Guy Rosen, Facebook’s VP of product development explained the challenge:

[W]e have a lot of work still to do to prevent abuse. It’s partly that technology like artificial intelligence, while promising, is still years away from being effective for most bad content because context is so important. For example, artificial intelligence isn’t good enough yet to determine whether someone is pushing hate or describing something that happened to them so they can raise awareness of the issue.8

Interestingly, in terms of “false positives” (content that was considered appropriate but, in fact, wasn’t), that is a very high rate of predictive success. The issue wasn’t that AI was doing a bad job; in fact, it was surprisingly good, but that wasn’t enough because these transactions were very high stakes.

To Facebook, the consequences of a false positive were much higher than that of a false negative. In the latter case, some piece of content was blocked, which may have led to a disgruntled user. In the former case, content that was allowed may have led to many unhappy users. That imbalance meant that it could not just rely on AI to make a final recommendation. Instead, it used AI to flag content that might be inappropriate with a very low bar catching more appropriate than inappropriate content and then gave humans in the loop the final call.

Facebook employs 15,000 people as content moderators to do that job.9 This is a significant fraction of Facebook’s 60,000 total employees.10 And by all accounts, it is neither a well-paid nor pleasant job, as those people get to see all of the content Facebook doesn’t want its users to see.11 Because the thresholds for AI performance are so high, and because others are continually working to sidestep that AI, the false-positive rate may never get low enough to eliminate that particular job.12

Stakes and Decisions

We can express the notion of high- versus low-stakes predictions in decision trees. Figure 13-1 shows the decision trees facing both Amazon and Facebook. Amazon faces a decision of whether to recommend or not. For a given product, the AI prediction says that there is either a 90 percent chance or a 10 percent chance it is a good match for the customer. Obviously, if it is 90 percent, Amazon will recommend the product; otherwise, it won’t. As the prediction isn’t perfect, there is a 10 percent chance of a false positive (recommending a product the customer doesn’t like) and a 10 percent chance of a false negative (failing to recommend a product the consumer will like). In those cases, Amazon’s payoff falls by half to 100 (rather than 200). Thus, in adopting the AI, there is always an expected payoff shortfall of 10 (= 0.1*100).

FIGURE 13-1

Stakes for Amazon and Facebook

image

By contrast, for Facebook, the stakes are very different. The AI prediction has the same error rate as for Amazon, with a false-negative and false-positive rate of 10 percent. But, in this case, if Facebook adopts the AI, then, taking into account potential losses, it earns a payoff of –10, on average. Suppose that, if it did not use AI, Facebook could always identify offensive content perfectly using human curators. In that case, it would never have any losses and, thus, would earn a positive payoff if most content was acceptable. The inaccuracy of the AI in this case makes it unattractive for Facebook to adopt because the stakes involved in getting it wrong—upsetting a user with offensive content or upsetting a sharer who had acceptable content—are relatively high compared to the payoff from getting it right.

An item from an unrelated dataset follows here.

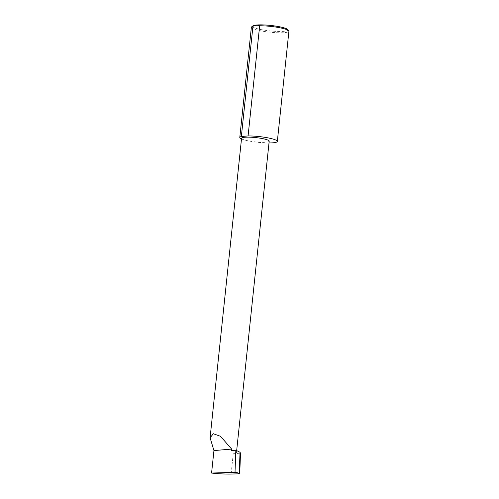 <?xml version="1.0" encoding="UTF-8"?>
<svg xmlns="http://www.w3.org/2000/svg" width="499" height="499" viewBox="0 0 499 499"><rect width="100%" height="100%" fill="white"/><g stroke="black" fill="none" stroke-linecap="round" stroke-linejoin="round"><path stroke-width="0.37" stroke-dasharray="2.5 1.87" d="M241.497 138.922A18.875 2.919 -174 0 0 246.531 140.469A13.891 2.152 6 0 1 241.566 138.267M287.73 29.566A17.746 2.745 6 0 1 278.841 31.456A17.746 2.745 6 0 1 258.95 29.123A17.746 2.745 6 0 1 252.868 25.904M251.365 27.302A18.875 2.919 -174 0 0 258.108 30.296A18.875 2.919 -174 0 0 277.955 32.747A18.875 2.919 -174 0 0 288.909 31.25M269.192 141.167A13.891 2.152 6 0 1 261.133 142.271A13.891 2.152 6 0 1 246.531 140.469A18.875 2.919 -174 0 0 269.005 142.957M231.48 450.56A13.891 2.152 6 0 1 236.445 452.761A13.891 2.152 6 0 1 233.239 453.778L240.506 453.167M233.239 453.778L231.112 474.05M236.445 452.761L236.682 450.491"/><path stroke-width="0.75" d="M231.636 449.075L220.533 436.319L213.354 433.737L210.091 437.754L213.94 450.578L231.636 449.075L231.48 450.56L235.834 450.185L235.029 471.823L237.53 472.815L234.673 472.328L211.576 473.046C216.491 473.694 227.238 474.243 231.112 474.05L239.738 473.782L239.246 473.345L240.025 452.262L235.834 450.185M210.091 437.754L241.566 138.267A13.891 2.152 6 0 1 249.625 137.163A13.891 2.152 6 0 1 264.227 138.965A13.891 2.152 6 0 1 269.192 141.167L236.682 450.491M251.646 26.871L252.868 25.904A17.746 2.745 6 0 1 281.561 27.202A17.746 2.745 6 0 1 287.73 29.566L288.728 30.77A18.875 2.919 -174 0 0 282.166 28.256A18.875 2.919 -174 0 0 259.661 25.767C257.515 24.975 255.27 25.168 252.931 26.335A18.875 2.919 -174 0 0 251.646 26.871A18.875 2.919 -174 0 0 251.365 27.302L239.782 137.475A18.875 2.919 -174 0 0 241.497 138.922M252.931 26.335L241.348 136.508A18.875 2.919 -174 0 0 239.782 137.475M269.005 142.957A18.875 2.919 -174 0 0 277.332 141.423L288.909 31.25A18.875 2.919 -174 0 0 288.728 30.77M277.332 141.423A18.875 2.919 -174 0 0 270.583 138.423A18.875 2.919 -174 0 0 248.084 135.934L259.661 25.767M239.738 473.782L240.506 453.167L240.025 452.262M239.246 473.345L237.53 472.815M234.673 472.328L235.029 471.823M211.576 473.046L213.94 450.578M241.348 136.508L248.084 135.934"/></g></svg>
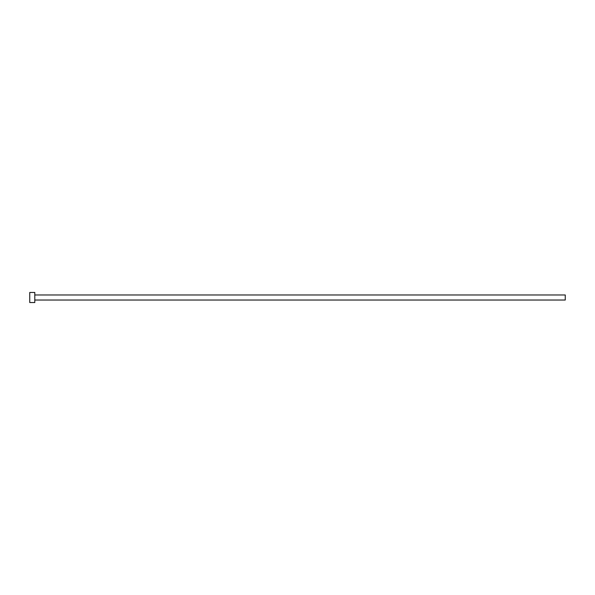 <?xml version="1.0" encoding="UTF-8"?>
<svg xmlns="http://www.w3.org/2000/svg" width="595" height="595" viewBox="0 0 595 595"><rect width="100%" height="100%" fill="white"/><g stroke="black" fill="none" stroke-linecap="round" stroke-linejoin="round"><path stroke-width="0.89" d="M34.8 294.971L565.25 294.971L565.25 300.029L34.8 300.029M34.8 297.5L34.8 302.55L29.75 302.55L29.75 292.45L34.8 292.45L34.8 297.5"/></g></svg>

What this means is that two AIs (in our examples, Amazon’s product recommendation AI and Facebook’s content moderation AI) can be equally effective in terms of their error rates, but because of the stakes involved, they will be deployed and relied on in low-stakes environments but require substantial additional human resources in high-stakes ones. When AI predictions are faster and cheaper but not better than human ones, AI adopters need to be careful. When the stakes are high, then further care is needed. On Facebook, the AI enables the content moderators but does not replace them. In contrast, when the consequences of a mistake are low, then faster and cheaper might be enough. Amazon does not require human salesclerks to help its customers shop.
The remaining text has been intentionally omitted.